**Exercise prompt**
The required output is the exact run of lines below that opens at the line with "mouth_radius = 1.0" and closes at the line with "cell_centres = [cell".

Source data
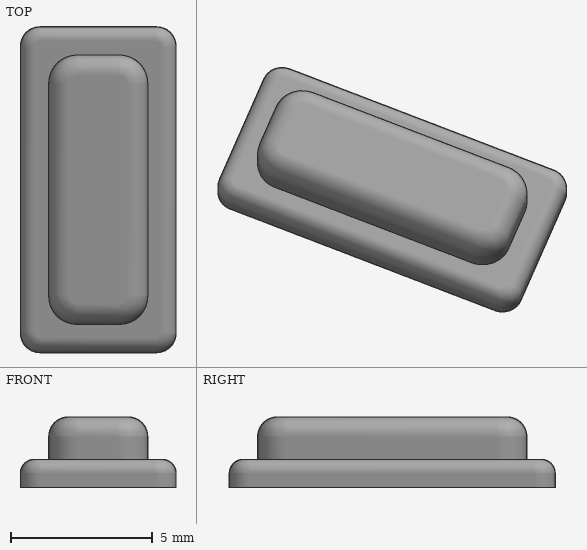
import cadquery as cq

length = 11.5
width = 5.5
base_height = 1.0
base_corner_radius = 0.7
base_edge_radius = base_height / 2

total_height = 2.5
pad_margin = 1.0
pad_width = width - 2 * pad_margin
pad_length = length - 2 * pad_margin
pad_corner_radius = 1.0
pad_edge_radius = 0.7


def rounded_block(size_x, size_y, height, corner_radius, edge_radius):
    """Block standing on Z = 0 with rounded upright corners and a rounded top rim."""
    block = cq.Workplane("XY").box(size_x, size_y, height, centered=(True, True, False))
    block = block.edges("|Z").fillet(corner_radius)
    return block.faces(">Z").edges().fillet(edge_radius)


base = rounded_block(width, length, base_height, base_corner_radius, base_edge_radius)

pad = rounded_block(pad_width, pad_length, total_height, pad_corner_radius, pad_edge_radius)

result = base.union(pad)
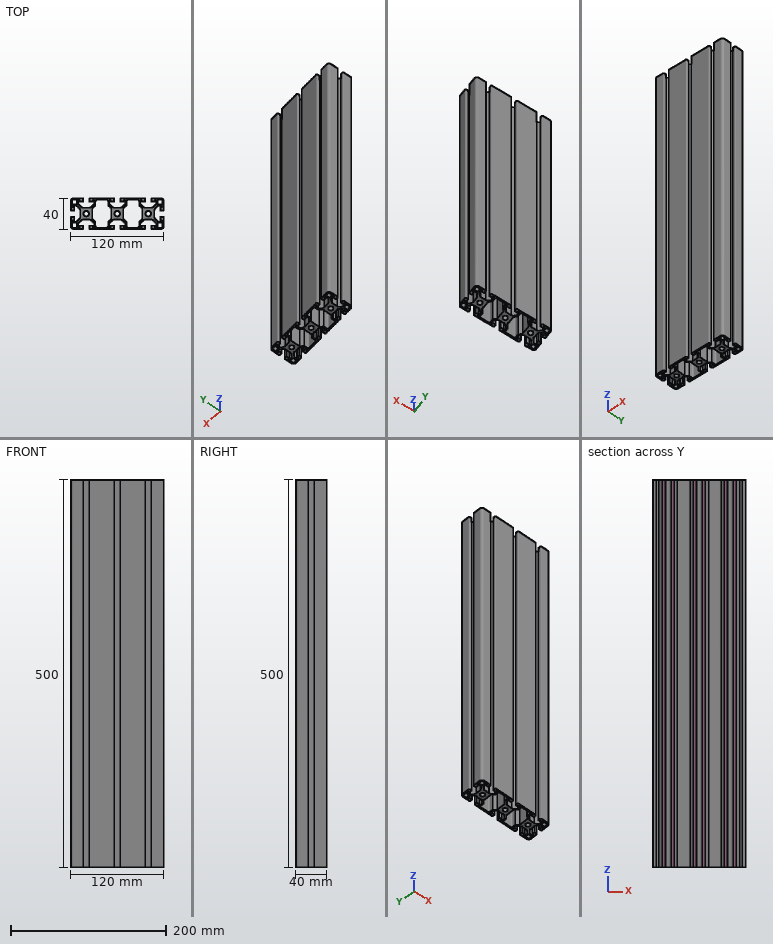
import cadquery as cq

cell = 40.0
cell_count = 3
length = 500.0
corner_radius = 3.9

slot_opening = 8.0
mouth_radius = 1.0
lip_thickness = 4.5
lip_hook_width = 4.6
slot_inner_width = 20.4
slot_floor_width = 11.0
floor_fillet = 5.0
core_width = 15.6

bore_diameter = 6.8
corner_hollow_size = 6.0
corner_hollow_fillet = 0.5
corner_hollow_inset = 5.0
skin_thickness = 2.0
lip_root_thickness = 2.4
web_thickness = 1.7
chamber_core_face = 13.6
chamber_fillet = 2.0

half_cell = cell / 2
width = cell * cell_count
half_core = core_width / 2
outer_cell_x = cell * (cell_count - 1) / 2
cell_centres = [cell * i - outer_cell_x for i in range(cell_count)]
chamber_centres = [(a + b) / 2 for a, b in zip(cell_centres, cell_centres[1:])]
web_outer_face = slot_inner_width / 2 + web_thickness


def prism(points):
    """Full-length prism over a closed polygon."""
    return cq.Workplane("XY").polyline(points).close().extrude(length)


def slot_mouth_blank():
    """Slot opening whose sides flare out tangentially to the outer face."""
    edge = slot_opening / 2
    start_y = half_cell - mouth_radius
    return (
        cq.Workplane("XY")
        .moveTo(-edge, half_core)
        .lineTo(edge, half_core)
        .lineTo(edge, start_y)
        .radiusArc((edge + mouth_radius, half_cell), mouth_radius)
        .lineTo(-edge - mouth_radius, half_cell)
        .radiusArc((-edge, start_y), mouth_radius)
        .close()
        .extrude(length)
    )


def t_slot(cell_x, angle):
    """T-slot of one cell, opening toward +Y and then turned about the cell axis."""
    hook_x = slot_opening / 2 + lip_hook_width
    inner_x = slot_inner_width / 2
    floor_x = slot_floor_width / 2
    half_outline = [
        (slot_opening / 2, half_cell - lip_thickness),
        (hook_x, half_cell - lip_thickness),
        (hook_x, half_cell - lip_root_thickness),
        (inner_x, half_cell - lip_root_thickness),
        (inner_x, half_core + inner_x - floor_x),
        (floor_x, half_core),
    ]
    mirrored = [(-x, y) for x, y in reversed(half_outline)]
    slot = prism(half_outline + mirrored).faces("<Y").edges("|Z").fillet(floor_fillet)
    slot = slot.union(slot_mouth_blank())
    return slot.rotate((0, 0, 0), (0, 0, 1), angle).translate((cell_x, 0, 0))


def chamber(centre_x):
    """Large hollow between two neighbouring cells, narrowing at 45 degrees toward the cores."""
    roof_x = half_cell - web_outer_face
    core_x = half_cell - half_core
    roof_y = half_cell - skin_thickness
    core_y = chamber_core_face / 2
    quarter = [
        (core_x, core_y),
        (roof_x, core_y + core_x - roof_x),
        (roof_x, roof_y),
    ]
    upper = quarter + [(-x, y) for x, y in reversed(quarter)]
    lower = [(-x, -y) for x, y in upper]
    hollow = prism(upper + lower)
    for side in (">Y", "<Y"):
        hollow = hollow.faces(side).edges("|Z").fillet(chamber_fillet)
    return hollow.translate((centre_x, 0, 0))


def corner_hollows():
    """Rounded square hollows behind the four outer corners of the profile."""
    return (
        cq.Workplane("XY")
        .rect(width - 2 * corner_hollow_inset, cell - 2 * corner_hollow_inset, forConstruction=True)
        .vertices()
        .rect(corner_hollow_size, corner_hollow_size)
        .extrude(length)
        .edges("|Z")
        .fillet(corner_hollow_fillet)
    )


def bores():
    """Round bore through the core of every cell."""
    axes = [(x, 0) for x in cell_centres]
    return cq.Workplane("XY").pushPoints(axes).circle(bore_diameter / 2).extrude(length)


profile = cq.Workplane("XY").rect(width, cell).extrude(length)
profile = profile.edges("|Z").fillet(corner_radius)

for x in cell_centres:
    profile = profile.cut(t_slot(x, 0)).cut(t_slot(x, 180))
profile = profile.cut(t_slot(outer_cell_x, -90)).cut(t_slot(-outer_cell_x, 90))

for x in chamber_centres:
    profile = profile.cut(chamber(x))

result = profile.cut(corner_hollows()).cut(bores())

**Written response**
mouth_radius = 1.0
lip_thickness = 4.5
lip_hook_width = 4.6
slot_inner_width = 20.4
slot_floor_width = 11.0
floor_fillet = 5.0
core_width = 15.6

bore_diameter = 6.8
corner_hollow_size = 6.0
corner_hollow_fillet = 0.5
corner_hollow_inset = 5.0
skin_thickness = 2.0
lip_root_thickness = 2.4
web_thickness = 1.7
chamber_core_face = 13.6
chamber_fillet = 2.0

half_cell = cell / 2
width = cell * cell_count
half_core = core_width / 2
outer_cell_x = cell * (cell_count - 1) / 2
cell_centres = [cell * i - outer_cell_x for i in range(cell_count)]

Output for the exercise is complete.